### PROBLEM
Which lines run from the start of the data below to the line containing "- Up to frame 3"? Set them down exactly, with none added.

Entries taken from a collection

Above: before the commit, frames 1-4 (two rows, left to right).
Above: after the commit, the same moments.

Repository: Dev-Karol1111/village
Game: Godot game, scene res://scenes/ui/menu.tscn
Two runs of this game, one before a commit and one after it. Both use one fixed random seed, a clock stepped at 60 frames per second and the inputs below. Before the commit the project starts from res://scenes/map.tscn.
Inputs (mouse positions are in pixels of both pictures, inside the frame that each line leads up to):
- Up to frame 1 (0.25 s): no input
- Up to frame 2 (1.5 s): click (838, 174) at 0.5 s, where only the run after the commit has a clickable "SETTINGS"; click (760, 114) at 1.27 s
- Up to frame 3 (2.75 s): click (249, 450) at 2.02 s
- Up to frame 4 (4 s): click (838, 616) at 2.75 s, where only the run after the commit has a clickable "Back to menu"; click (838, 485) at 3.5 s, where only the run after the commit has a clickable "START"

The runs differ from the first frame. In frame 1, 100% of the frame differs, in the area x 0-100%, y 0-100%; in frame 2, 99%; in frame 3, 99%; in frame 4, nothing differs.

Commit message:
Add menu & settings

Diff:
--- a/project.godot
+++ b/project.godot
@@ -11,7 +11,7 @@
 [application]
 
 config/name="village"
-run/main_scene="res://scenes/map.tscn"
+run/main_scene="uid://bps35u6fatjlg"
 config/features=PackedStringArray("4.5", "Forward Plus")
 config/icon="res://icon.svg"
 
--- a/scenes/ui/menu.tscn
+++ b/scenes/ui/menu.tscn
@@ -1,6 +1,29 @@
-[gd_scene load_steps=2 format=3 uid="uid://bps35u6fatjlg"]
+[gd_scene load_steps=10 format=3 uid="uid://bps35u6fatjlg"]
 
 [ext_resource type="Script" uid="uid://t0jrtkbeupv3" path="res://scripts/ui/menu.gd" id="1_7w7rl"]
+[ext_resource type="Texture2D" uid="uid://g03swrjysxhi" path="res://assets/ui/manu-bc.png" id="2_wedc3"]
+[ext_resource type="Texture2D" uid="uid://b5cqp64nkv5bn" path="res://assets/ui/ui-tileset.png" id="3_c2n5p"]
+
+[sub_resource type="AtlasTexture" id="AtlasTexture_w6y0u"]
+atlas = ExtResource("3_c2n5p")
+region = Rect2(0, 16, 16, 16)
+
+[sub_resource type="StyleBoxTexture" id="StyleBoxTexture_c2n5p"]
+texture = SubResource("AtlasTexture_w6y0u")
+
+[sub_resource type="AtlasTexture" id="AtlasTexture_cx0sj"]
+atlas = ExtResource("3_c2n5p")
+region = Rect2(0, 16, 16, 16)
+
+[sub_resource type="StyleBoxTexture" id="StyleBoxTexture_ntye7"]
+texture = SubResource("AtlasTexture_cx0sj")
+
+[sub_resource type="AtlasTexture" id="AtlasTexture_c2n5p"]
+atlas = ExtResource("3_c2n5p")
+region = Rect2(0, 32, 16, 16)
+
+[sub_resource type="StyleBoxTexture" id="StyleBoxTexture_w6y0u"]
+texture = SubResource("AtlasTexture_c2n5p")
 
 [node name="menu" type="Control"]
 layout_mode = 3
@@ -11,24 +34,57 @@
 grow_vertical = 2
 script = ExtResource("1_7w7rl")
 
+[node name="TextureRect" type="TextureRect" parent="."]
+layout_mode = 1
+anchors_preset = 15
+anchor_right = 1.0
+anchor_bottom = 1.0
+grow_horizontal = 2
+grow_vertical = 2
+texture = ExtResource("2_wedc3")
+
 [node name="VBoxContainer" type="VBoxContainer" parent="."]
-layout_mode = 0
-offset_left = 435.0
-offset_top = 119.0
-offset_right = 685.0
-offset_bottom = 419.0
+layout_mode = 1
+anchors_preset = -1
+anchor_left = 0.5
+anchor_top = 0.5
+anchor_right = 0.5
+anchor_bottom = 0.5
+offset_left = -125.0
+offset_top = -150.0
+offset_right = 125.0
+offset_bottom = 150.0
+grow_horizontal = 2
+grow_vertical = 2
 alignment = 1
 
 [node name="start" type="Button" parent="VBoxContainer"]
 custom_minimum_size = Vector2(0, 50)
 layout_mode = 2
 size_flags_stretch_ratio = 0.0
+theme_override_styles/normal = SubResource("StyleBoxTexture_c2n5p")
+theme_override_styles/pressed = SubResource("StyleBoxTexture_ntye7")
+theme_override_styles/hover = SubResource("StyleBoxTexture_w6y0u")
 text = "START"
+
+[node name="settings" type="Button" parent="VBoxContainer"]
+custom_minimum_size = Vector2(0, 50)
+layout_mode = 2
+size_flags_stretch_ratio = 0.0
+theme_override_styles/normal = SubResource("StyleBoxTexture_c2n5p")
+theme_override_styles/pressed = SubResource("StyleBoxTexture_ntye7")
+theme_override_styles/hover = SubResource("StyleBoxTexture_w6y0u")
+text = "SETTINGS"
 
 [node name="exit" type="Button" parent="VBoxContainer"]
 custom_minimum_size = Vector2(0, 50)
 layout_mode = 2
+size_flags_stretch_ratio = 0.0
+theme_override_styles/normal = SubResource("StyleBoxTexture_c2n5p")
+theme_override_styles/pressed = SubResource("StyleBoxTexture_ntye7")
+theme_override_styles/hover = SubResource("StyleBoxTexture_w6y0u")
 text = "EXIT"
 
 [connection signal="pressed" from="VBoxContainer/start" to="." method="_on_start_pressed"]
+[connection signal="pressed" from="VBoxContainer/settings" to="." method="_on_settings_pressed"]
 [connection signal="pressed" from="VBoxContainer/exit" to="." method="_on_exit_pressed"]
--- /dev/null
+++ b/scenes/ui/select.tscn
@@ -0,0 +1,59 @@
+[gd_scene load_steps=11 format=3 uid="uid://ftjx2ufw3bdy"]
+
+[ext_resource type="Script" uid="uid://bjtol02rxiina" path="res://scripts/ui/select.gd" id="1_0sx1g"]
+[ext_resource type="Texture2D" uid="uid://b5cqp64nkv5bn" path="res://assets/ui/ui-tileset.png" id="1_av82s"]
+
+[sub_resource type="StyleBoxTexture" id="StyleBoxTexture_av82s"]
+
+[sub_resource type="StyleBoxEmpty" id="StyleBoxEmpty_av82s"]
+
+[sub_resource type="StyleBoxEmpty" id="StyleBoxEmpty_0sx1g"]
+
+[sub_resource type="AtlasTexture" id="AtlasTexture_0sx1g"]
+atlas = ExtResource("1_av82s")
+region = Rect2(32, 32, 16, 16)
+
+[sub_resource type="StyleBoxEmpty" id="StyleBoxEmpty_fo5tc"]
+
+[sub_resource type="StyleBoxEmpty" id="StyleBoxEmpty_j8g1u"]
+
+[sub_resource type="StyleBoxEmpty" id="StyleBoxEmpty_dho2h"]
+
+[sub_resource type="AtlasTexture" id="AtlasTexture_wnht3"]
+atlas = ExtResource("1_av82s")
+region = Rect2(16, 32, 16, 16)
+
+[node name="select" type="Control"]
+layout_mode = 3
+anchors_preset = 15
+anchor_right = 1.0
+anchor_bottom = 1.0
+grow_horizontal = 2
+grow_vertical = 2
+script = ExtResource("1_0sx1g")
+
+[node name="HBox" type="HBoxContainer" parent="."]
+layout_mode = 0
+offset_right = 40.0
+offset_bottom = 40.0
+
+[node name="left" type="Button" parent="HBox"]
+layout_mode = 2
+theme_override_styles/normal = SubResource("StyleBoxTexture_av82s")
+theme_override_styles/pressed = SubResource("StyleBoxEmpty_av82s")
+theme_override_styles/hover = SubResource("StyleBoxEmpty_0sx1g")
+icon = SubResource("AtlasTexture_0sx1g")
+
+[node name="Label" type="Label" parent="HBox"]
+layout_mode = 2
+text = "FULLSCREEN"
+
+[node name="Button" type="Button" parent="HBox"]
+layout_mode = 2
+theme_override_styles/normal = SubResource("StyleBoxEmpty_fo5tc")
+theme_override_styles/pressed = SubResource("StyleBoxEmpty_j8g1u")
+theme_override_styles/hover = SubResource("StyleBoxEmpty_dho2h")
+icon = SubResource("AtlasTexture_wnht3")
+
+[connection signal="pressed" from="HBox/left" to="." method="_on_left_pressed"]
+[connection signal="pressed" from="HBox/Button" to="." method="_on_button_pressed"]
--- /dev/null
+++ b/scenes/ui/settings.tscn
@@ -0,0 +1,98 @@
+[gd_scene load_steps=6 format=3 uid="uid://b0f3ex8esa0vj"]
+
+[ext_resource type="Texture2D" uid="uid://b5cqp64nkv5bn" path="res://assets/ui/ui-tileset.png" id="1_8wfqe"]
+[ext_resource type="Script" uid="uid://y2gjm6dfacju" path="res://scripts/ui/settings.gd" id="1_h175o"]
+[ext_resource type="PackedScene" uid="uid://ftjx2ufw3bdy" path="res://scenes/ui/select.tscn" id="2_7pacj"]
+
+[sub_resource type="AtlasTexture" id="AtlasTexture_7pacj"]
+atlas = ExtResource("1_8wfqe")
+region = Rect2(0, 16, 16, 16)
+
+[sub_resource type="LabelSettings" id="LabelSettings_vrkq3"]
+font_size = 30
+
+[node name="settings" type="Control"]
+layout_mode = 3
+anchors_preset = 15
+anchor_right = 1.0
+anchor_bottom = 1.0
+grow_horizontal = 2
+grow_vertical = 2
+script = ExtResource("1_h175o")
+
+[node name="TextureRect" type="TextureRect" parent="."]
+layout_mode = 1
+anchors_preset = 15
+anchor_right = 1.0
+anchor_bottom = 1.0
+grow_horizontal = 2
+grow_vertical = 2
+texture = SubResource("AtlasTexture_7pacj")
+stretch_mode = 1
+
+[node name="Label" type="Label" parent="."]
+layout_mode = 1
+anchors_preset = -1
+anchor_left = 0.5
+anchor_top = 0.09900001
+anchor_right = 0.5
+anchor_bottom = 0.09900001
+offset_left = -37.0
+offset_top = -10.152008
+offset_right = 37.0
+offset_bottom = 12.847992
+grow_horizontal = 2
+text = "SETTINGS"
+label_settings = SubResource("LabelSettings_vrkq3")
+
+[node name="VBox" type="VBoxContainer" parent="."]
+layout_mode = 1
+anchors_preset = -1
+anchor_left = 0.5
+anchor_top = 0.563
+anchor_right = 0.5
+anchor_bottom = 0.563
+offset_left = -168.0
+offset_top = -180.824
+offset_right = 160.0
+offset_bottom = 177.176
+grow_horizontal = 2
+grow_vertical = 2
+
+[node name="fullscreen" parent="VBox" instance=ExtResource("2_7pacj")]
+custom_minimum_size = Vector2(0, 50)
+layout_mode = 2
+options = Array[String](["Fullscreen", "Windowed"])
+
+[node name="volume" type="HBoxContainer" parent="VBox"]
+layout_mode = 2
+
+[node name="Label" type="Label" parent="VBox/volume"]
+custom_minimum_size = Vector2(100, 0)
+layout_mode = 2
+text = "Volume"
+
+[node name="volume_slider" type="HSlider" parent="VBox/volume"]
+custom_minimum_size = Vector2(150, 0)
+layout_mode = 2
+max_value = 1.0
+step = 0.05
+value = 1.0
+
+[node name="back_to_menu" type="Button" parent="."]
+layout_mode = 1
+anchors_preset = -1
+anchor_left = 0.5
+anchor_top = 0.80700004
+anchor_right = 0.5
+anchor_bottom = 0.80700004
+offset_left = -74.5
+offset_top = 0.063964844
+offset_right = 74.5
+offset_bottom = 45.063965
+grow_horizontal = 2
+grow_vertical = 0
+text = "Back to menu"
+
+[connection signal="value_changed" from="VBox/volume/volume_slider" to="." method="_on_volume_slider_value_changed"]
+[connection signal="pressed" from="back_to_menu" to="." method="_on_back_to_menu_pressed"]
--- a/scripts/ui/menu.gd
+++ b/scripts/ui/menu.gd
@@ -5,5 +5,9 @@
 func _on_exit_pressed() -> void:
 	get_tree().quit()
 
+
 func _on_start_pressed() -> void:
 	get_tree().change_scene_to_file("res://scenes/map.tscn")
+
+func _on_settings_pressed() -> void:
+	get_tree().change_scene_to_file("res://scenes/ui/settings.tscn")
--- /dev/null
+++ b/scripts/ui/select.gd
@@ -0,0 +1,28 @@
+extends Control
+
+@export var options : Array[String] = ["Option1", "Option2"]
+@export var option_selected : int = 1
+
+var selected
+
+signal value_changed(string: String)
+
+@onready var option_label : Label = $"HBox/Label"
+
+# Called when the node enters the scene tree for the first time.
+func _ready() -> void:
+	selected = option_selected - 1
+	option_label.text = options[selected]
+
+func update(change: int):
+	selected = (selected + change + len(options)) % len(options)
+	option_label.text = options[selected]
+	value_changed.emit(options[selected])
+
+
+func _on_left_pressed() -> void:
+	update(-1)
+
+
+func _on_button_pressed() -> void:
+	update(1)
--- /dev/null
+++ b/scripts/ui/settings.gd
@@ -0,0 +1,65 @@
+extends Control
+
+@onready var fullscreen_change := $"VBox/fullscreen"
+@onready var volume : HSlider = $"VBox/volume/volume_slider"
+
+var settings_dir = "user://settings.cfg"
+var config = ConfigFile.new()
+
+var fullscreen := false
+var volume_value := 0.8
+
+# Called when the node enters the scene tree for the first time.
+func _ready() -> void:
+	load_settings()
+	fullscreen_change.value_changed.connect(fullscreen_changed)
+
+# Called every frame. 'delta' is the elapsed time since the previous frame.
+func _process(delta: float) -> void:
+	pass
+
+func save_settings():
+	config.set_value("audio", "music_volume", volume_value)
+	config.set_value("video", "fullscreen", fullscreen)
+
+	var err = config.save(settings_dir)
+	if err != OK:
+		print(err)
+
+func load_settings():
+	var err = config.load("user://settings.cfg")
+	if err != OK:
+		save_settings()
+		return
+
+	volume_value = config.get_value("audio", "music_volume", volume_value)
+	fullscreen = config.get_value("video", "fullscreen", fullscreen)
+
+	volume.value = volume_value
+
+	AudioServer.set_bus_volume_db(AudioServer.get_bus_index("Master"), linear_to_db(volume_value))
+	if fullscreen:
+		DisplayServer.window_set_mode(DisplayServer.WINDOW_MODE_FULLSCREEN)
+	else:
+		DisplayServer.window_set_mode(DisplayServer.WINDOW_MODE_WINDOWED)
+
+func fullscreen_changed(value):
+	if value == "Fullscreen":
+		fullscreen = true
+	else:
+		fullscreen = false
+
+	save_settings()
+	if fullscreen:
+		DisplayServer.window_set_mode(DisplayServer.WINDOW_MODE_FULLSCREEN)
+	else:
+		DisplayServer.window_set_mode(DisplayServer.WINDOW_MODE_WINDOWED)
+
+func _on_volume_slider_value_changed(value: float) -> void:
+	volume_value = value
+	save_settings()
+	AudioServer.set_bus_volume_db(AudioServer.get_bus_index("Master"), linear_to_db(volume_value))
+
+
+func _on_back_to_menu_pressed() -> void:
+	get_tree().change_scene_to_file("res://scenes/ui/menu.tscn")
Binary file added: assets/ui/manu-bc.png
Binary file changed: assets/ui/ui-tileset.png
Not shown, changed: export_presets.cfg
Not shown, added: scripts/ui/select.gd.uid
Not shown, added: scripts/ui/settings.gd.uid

### WRITTEN ANSWER
Above: before the commit, frames 1-4 (two rows, left to right).
Above: after the commit, the same moments.

Repository: Dev-Karol1111/village
Game: Godot game, scene res://scenes/ui/menu.tscn
Two runs of this game, one before a commit and one after it. Both use one fixed random seed, a clock stepped at 60 frames per second and the inputs below. Before the commit the project starts from res://scenes/map.tscn.
Inputs (mouse positions are in pixels of both pictures, inside the frame that each line leads up to):
- Up to frame 1 (0.25 s): no input
- Up to frame 2 (1.5 s): click (838, 174) at 0.5 s, where only the run after the commit has a clickable "SETTINGS"; click (760, 114) at 1.27 s
- Up to frame 3 (2.75 s): click (249, 450) at 2.02 s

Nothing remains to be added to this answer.